I haven’t been inkblurting much here for a few months. There are a few reasons.
1. I’ve been writing and revising a book that I’ve been hammering away at for the last two years. I started writing it based on hunches about its subject, and vaguely literary aspirations of a “thought piece” sort of nonfiction tome that would be just so fascinating… only to discover that I really didn’t know what the hell I was writing about, and had to learn some actual science and stuff before I could say anything with any credibility. I mean, I’ve been doing information architecture and interaction design for a pretty long time, so I had that credibility, but when it comes to things like embodied cognition or how language works, well … it feels like I’ve been going back to grad school. But I’m glad I did the work, and it’s turning out nicely, at least from what I can tell from my bleary-eyed perspective, knotted like a homunculus in my digital bunker, gutting my overlong, meandering first draft, and wrangling what’s left into something I hope will do the job. Writing, man. Whaddya do?
2. I’ve also been posting the occasional bit over at the blog for my delightful employer, TUG (The Understanding Group). A few of them have included some thoughts on how no project is ever just what we see on its face, so we should design the “meta” side of the project as much as the thing the project is supposedly for. Another on how information architecture and business strategy have a long relationship, that’s becoming even more interdependent. And a couple of posts about stuff I presented at Midwest UX, including a workshop I co-led with colleague Dan Eizans, on Making Places with IA & Content Strategy, and my solo talk about maps and territories and how language creates places. I’m fairly obsessed with this whole language-as-infrastructure thing, which is leading me to also do a talk on that topic at IA Summit this March in San Diego.
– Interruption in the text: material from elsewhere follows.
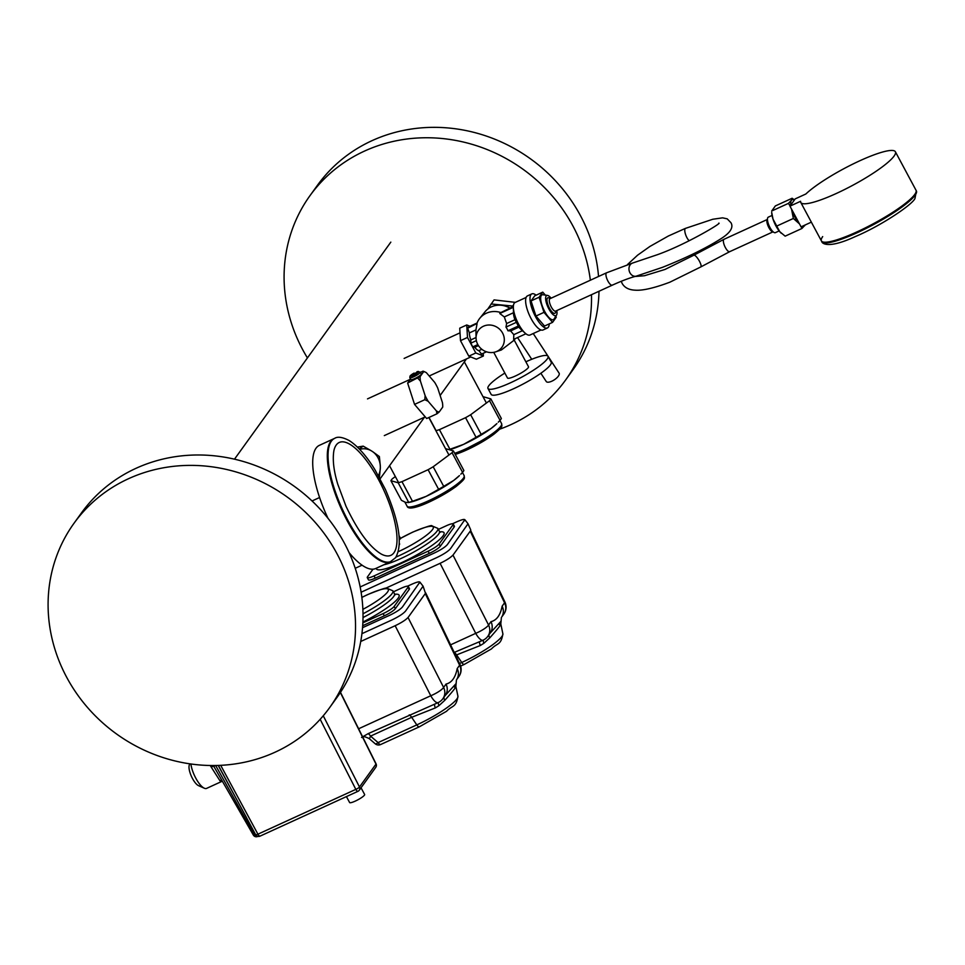 <?xml version="1.0" encoding="UTF-8"?>
<svg xmlns="http://www.w3.org/2000/svg" width="965" height="965" viewBox="0 0 965 965"><rect width="100%" height="100%" fill="white"/><g stroke="black" fill="none" stroke-linecap="round" stroke-linejoin="round"><path stroke-width="1.45" d="M360.162 586.961L434.527 552.921C440.909 549.857 445.191 547.083 447.362 544.61L464.853 519.677L467.977 523.693L470.751 529.93L470.438 530.895L453.212 554.815C450.957 557.372 446.554 560.231 440.004 563.367L385.192 588.457M464.599 520.678C465.613 518.736 463.079 519.086 457 521.715L452.573 523.742M361.115 592.221L436.723 557.613C443.526 554.344 448.11 551.377 450.474 548.711L468.025 523.778M362.056 565.176L355.229 568.301M452.983 555.092L488.567 625.03L490.98 621.665C496.673 620.29 500.389 615.127 502.138 606.177A11.93 11.049 35.8 0 1 501.897 616.719M499.327 624.596C502.837 622.449 499.641 626.876 489.75 637.889L483.887 643.269A39.179 6.876 151.8 0 1 480.329 645.501L456.602 654.897L461.74 662.485A37.261 6.538 -28.2 0 0 502.886 633.824L500.811 624.017L501.39 617.479M454.226 652.424L483.115 640.181A11.93 11.93 0 0 0 487.832 636.309A11.93 11.049 35.8 0 0 488.567 625.03A11.93 2.618 153 0 1 475.721 633.342L440.1 563.319M490.98 621.665A11.93 11.049 35.8 0 1 490.268 632.931A11.93 11.049 35.8 0 1 490.244 632.956L487.832 636.309M490.039 633.245L500.835 621.4M479.593 641.797A6.815 2.026 -121.4 0 0 480.329 645.501M483.296 640.097A6.815 2.738 -122.7 0 0 483.887 643.269M489.002 634.68A6.815 3.281 -139.5 0 0 489.75 637.889M373.033 569.169L367.52 576.817A10.217 1.797 -28.2 0 0 367.279 577.637A10.217 1.797 -28.2 0 0 374.046 575.924L428.086 551.196A10.217 1.797 -28.2 0 0 439.099 544.055L440.293 546.274L454.153 527.035L452.959 524.815A10.217 1.797 -28.2 0 0 453.2 523.995A10.217 1.797 -28.2 0 0 446.445 525.708L438.387 529.399M440.293 546.274A10.217 1.797 151.8 0 1 429.28 553.403L428.086 551.196M374.046 575.924L375.228 578.144L429.28 553.403M375.228 578.144A10.217 1.797 151.8 0 1 368.473 579.856L367.279 577.637M453.2 523.995L454.394 526.215A10.217 1.797 151.8 0 1 454.153 527.035M399.317 544.743A12.352 2.171 -28.2 0 0 399.57 543.802L399.365 543.416M439.099 544.055L452.959 524.815M399.341 539.616L400.644 538.639L399.076 535.708M361.043 787.79L364.625 794.485A8.516 1.496 151.8 0 1 364.432 795.172A8.516 1.496 151.8 0 1 356.531 800.504A8.516 1.496 151.8 0 1 349.619 802.542L346.435 796.595M323.263 715.777L359.487 786.994L375.988 764.099L340.175 692.158M215.979 765.486L211.456 766.849M220.696 765.317L257.92 834.182A3.402 0.724 152 0 1 255.653 834.701L218.343 765.414M215.714 765.607L254.374 834.87L253.337 835.051L213.856 766.451M253.337 835.051A3.402 3.402 0 0 0 257.366 836.595A3.402 2.376 71.8 0 1 254.374 834.87A4.258 0.748 151.8 0 1 255.653 834.701A3.402 3.341 122.3 0 0 256.799 835.919A3.402 3.402 0 0 0 260.031 836.136A3.402 1.134 65.4 0 1 257.92 834.182L355.82 789.37A3.402 0.748 153 0 0 359.487 786.994A3.402 3.16 35.8 0 1 359.282 790.226L375.771 767.332A3.402 3.16 35.8 0 0 375.988 764.099A3.402 0.688 -26.6 0 0 376.048 763.81L340.259 691.881M362.538 627.696L389.583 615.332C395.952 612.268 400.234 609.494 402.417 607.009L419.896 582.076L423.08 586.189L425.493 593.294L408.255 617.226C406.012 619.783 401.609 622.63 395.047 625.778L360.729 641.484M419.654 583.089C420.656 581.147 418.122 581.485 412.055 584.127L407.616 586.153M361.923 633.679L391.766 620.025C398.581 616.756 403.165 613.788 405.529 611.11L423.08 586.189M408.038 617.504L443.611 687.43L446.035 684.076C451.717 682.701 455.444 677.539 457.193 668.588A11.93 11.049 35.8 0 1 456.94 679.131M454.37 687.008C457.88 684.861 454.696 689.287 444.805 700.288L438.942 705.68A39.179 6.876 151.8 0 1 435.372 707.912L411.657 717.309L416.796 724.896A37.261 6.538 -28.2 0 0 457.941 696.235L455.866 686.417L456.445 679.891M361.561 737.429L368.16 733.653A6.815 2.268 -114.6 0 1 370.56 736.114L369.438 738.635M368.16 733.653L438.17 702.592A11.93 11.93 0 0 0 442.875 698.72A11.93 11.049 35.8 0 0 443.611 687.43A11.93 2.618 153 0 1 430.776 695.753L395.155 625.73M446.035 684.076A11.93 11.049 35.8 0 1 445.311 695.343A11.93 11.049 35.8 0 1 445.299 695.355L442.875 698.72M445.082 695.656L455.878 683.811M409.244 714.848A6.815 2.268 -114.6 0 1 411.657 717.309L370.56 736.114L378.099 742.604A5.115 1.641 130.8 0 1 375.18 743.75A5.115 5.115 0 0 0 380.644 744.534A5.115 1.701 -114.6 0 1 378.099 742.604L416.796 724.896A5.115 1.701 -114.6 0 0 419.341 726.826L380.644 744.534A5.115 1.701 -114.6 0 0 380.898 744.317M434.636 704.209A6.815 2.026 -121.4 0 0 435.372 707.912M438.351 702.508A6.815 2.738 -122.7 0 0 438.942 705.68M444.057 697.092A6.815 3.281 -139.5 0 0 444.805 700.288M362.852 622.883L383.141 613.595A10.217 1.797 -28.2 0 0 394.154 606.466L395.336 608.686L409.196 589.446L408.014 587.227A10.217 1.797 -28.2 0 0 408.255 586.406A10.217 1.797 -28.2 0 0 401.488 588.119L393.431 591.798M395.336 608.686A10.217 1.797 151.8 0 1 384.323 615.815L383.141 613.595M362.695 625.718L384.323 615.815M408.255 586.406L409.437 588.626A10.217 1.797 151.8 0 1 409.196 589.446M394.154 606.466L408.014 587.227M540.858 373.262L546.262 381.537A7.672 2.979 -33.1 0 0 551.884 381.175A7.672 2.979 -33.1 0 0 559.097 373.153L533.235 333.54M487.783 309.041L494.068 299.898L515.382 302.359M495.298 351.972A14.475 13.413 35.8 0 1 476.071 338.124A14.475 13.413 35.8 0 1 483.453 326.23A14.475 13.413 35.8 0 1 502.608 333.106A14.475 13.413 35.8 0 1 496.927 351.356A14.475 13.413 35.8 0 1 495.298 351.972L501.402 349.957L514.224 340.102L528.506 366.736A11.93 2.087 151.8 0 1 515.382 376.012A11.93 2.087 151.8 0 1 507.494 378.015L493.73 352.358M525.865 361.803A34.077 5.983 151.8 0 1 548.024 356.278A34.077 5.983 151.8 0 1 510.509 382.779A34.077 5.983 151.8 0 1 487.976 388.473A34.077 5.983 151.8 0 1 504.84 373.081M548.024 356.278L551.196 362.189A34.077 5.983 151.8 0 1 513.682 388.69A34.077 5.983 151.8 0 1 491.149 394.383L487.976 388.473M504.719 305.917A18.745 17.358 35.8 0 1 509.882 308.004M536.118 295.181A18.745 6.236 65.4 0 0 531.836 293.891L527.445 295.905A18.745 6.236 65.4 0 0 531.124 318.655A18.745 6.236 65.4 0 0 543.042 329.982L547.432 327.967A18.745 6.236 65.4 0 0 549.254 323.89M531.836 293.891A18.745 6.236 65.4 0 0 535.515 316.653A18.745 6.236 65.4 0 0 547.432 327.967M526.118 297.449L515.105 302.479A17.889 5.959 65.4 0 0 513.356 307.389A17.889 5.959 65.4 0 0 518.615 324.204A17.889 5.959 65.4 0 0 525.141 333.13A17.889 5.959 65.4 0 0 530.002 335.012L541.003 329.982M514.55 338.956A20.446 18.938 35.8 0 1 513.754 340.717M522.451 330.706L513.814 334.662L513.645 339.366L525.889 333.769M513.814 334.662L510.594 330.923L507.952 330.778A16.96 15.717 35.8 0 0 505.974 327.087L506.625 323.528L504.309 316.93L499.774 313.504L500.871 312.564A20.446 18.938 35.8 0 0 486.3 313.251A20.446 18.938 35.8 0 0 479.762 318.329A20.446 18.938 35.8 0 0 476.879 323.552L467.663 328.197L469.376 332.913A11.073 3.691 65.4 0 0 470.836 339.909L470.799 343.19L472.778 346.881L474.804 347.304A11.073 3.691 65.4 0 0 478.881 350.657L481.535 354.071L486.481 351.803M479.762 318.329L484.973 311.828A20.012 18.552 35.8 0 1 491.366 306.858A20.012 18.552 35.8 0 1 509.785 308.052M513.368 306.412L500.871 312.564M525.141 333.13L520.774 329.198A11.073 3.691 65.4 0 1 518.917 327.111L514.948 319.717L506.625 323.528M504.309 316.93L513.476 312.732A11.073 3.691 65.4 0 0 513.489 313.263A11.073 3.691 65.4 0 0 514.948 319.717M779.141 230.924L775.377 232.649A8.516 2.835 -114.6 0 1 769.6 226.799A8.516 2.835 -114.6 0 1 767.875 217.511A8.516 2.835 -114.6 0 1 768.297 217.149L772.048 215.436M551.124 298.185A11.073 3.691 65.4 0 0 547.517 295.423A11.073 3.691 65.4 0 0 546.166 295.978A11.073 3.691 65.4 0 0 548.88 308.969A11.073 3.691 65.4 0 0 556.467 315.193A11.073 3.691 65.4 0 0 556.528 315.097A11.073 3.691 65.4 0 0 556.793 310.573M547.517 295.423L542.993 294.747A13.631 4.535 65.4 0 0 541.329 295.435A13.631 4.535 65.4 0 0 544.67 311.418A13.631 4.535 65.4 0 0 554.006 319.077A13.631 4.535 65.4 0 0 554.079 318.969A13.631 4.535 65.4 0 0 554.151 318.848M773.013 219.103A14.475 4.825 -114.6 0 1 771.698 212.36L773.013 219.103L779.756 231.672A14.475 4.825 -114.6 0 1 773.013 219.103M781.312 233.277A14.475 4.825 -114.6 0 1 781.228 233.204A14.475 4.825 -114.6 0 1 779.756 231.672L785.148 236.16L801.915 228.488L801.203 226.787M545.285 295.085L542.764 292.142L539.085 297.244L543.983 312.358L552.559 322.37L556.238 317.268L555.876 316.134M552.559 322.37L544.525 326.049L535.949 316.038L531.052 300.923L534.731 295.821L542.764 292.142M543.983 312.358L535.949 316.038M539.085 297.244L531.052 300.923M794.388 200.008A14.475 4.825 65.4 0 0 791.397 200.298L792.12 198.259L775.353 205.931L771.674 211.033L788.441 203.362L791.397 200.298A14.475 4.825 65.4 0 0 790.781 205.026M791.686 209.381A14.475 4.825 65.4 0 0 792 210.418A14.475 4.825 65.4 0 0 798.743 222.975A14.475 4.825 65.4 0 0 799.334 223.639M802.735 226.087A14.475 4.825 65.4 0 0 804.87 225.424A14.475 4.825 65.4 0 0 805.124 224.99M805.172 224.966L801.915 228.488M799.454 223.88L793.351 218.476L791.541 209.103M790.082 205.991L788.441 203.362M792.12 198.259L794.472 199.9M776.572 226.16L793.351 218.476M491.125 303.975L512.717 306.05L513.549 304.904M483.224 353.299L483.393 356.001L475.817 352.973L467.494 337.448L466.746 324.964L469.991 326.267M477.072 323.022L468.604 326.906L467.663 328.197M476.071 338.124L475.926 329.921L469.376 332.913M476.059 337.521L470.836 339.909M475.926 329.921L477.048 323.914M518.917 327.111L510.594 330.923M481.849 349.294L478.881 350.657M474.804 347.304L478.459 345.627M466.746 324.964L459.738 328.172L460.486 340.657L468.809 356.181L476.372 359.209L483.393 356.001M476.36 340.633L470.799 343.19M477.832 344.577L472.778 346.881M518.868 325.784L507.952 330.778M516.89 322.093L505.974 327.087M513.356 307.292L499.774 313.504M460.486 340.657L467.494 337.448M468.809 356.181L475.817 352.973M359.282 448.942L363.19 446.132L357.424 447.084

3. Speaking of IA Summit, I’m proud and pleased to be co-teaching a new workshop there with the brilliant and wise Jorge Arango. It’s about Information Architecture Essentials, and proceeds will go to the Information Architecture Institute. We hope the content will be enlightening and useful, and a nice overview of some basic IA stuff, but also where IA is headed as a practice & discipline. We think old hands will get something out of it, not just newcomers. Fear not, although there will be “theory,” we’re packing it with practical goodness, and structuring it along a typical project timeline. Groundedness FTW.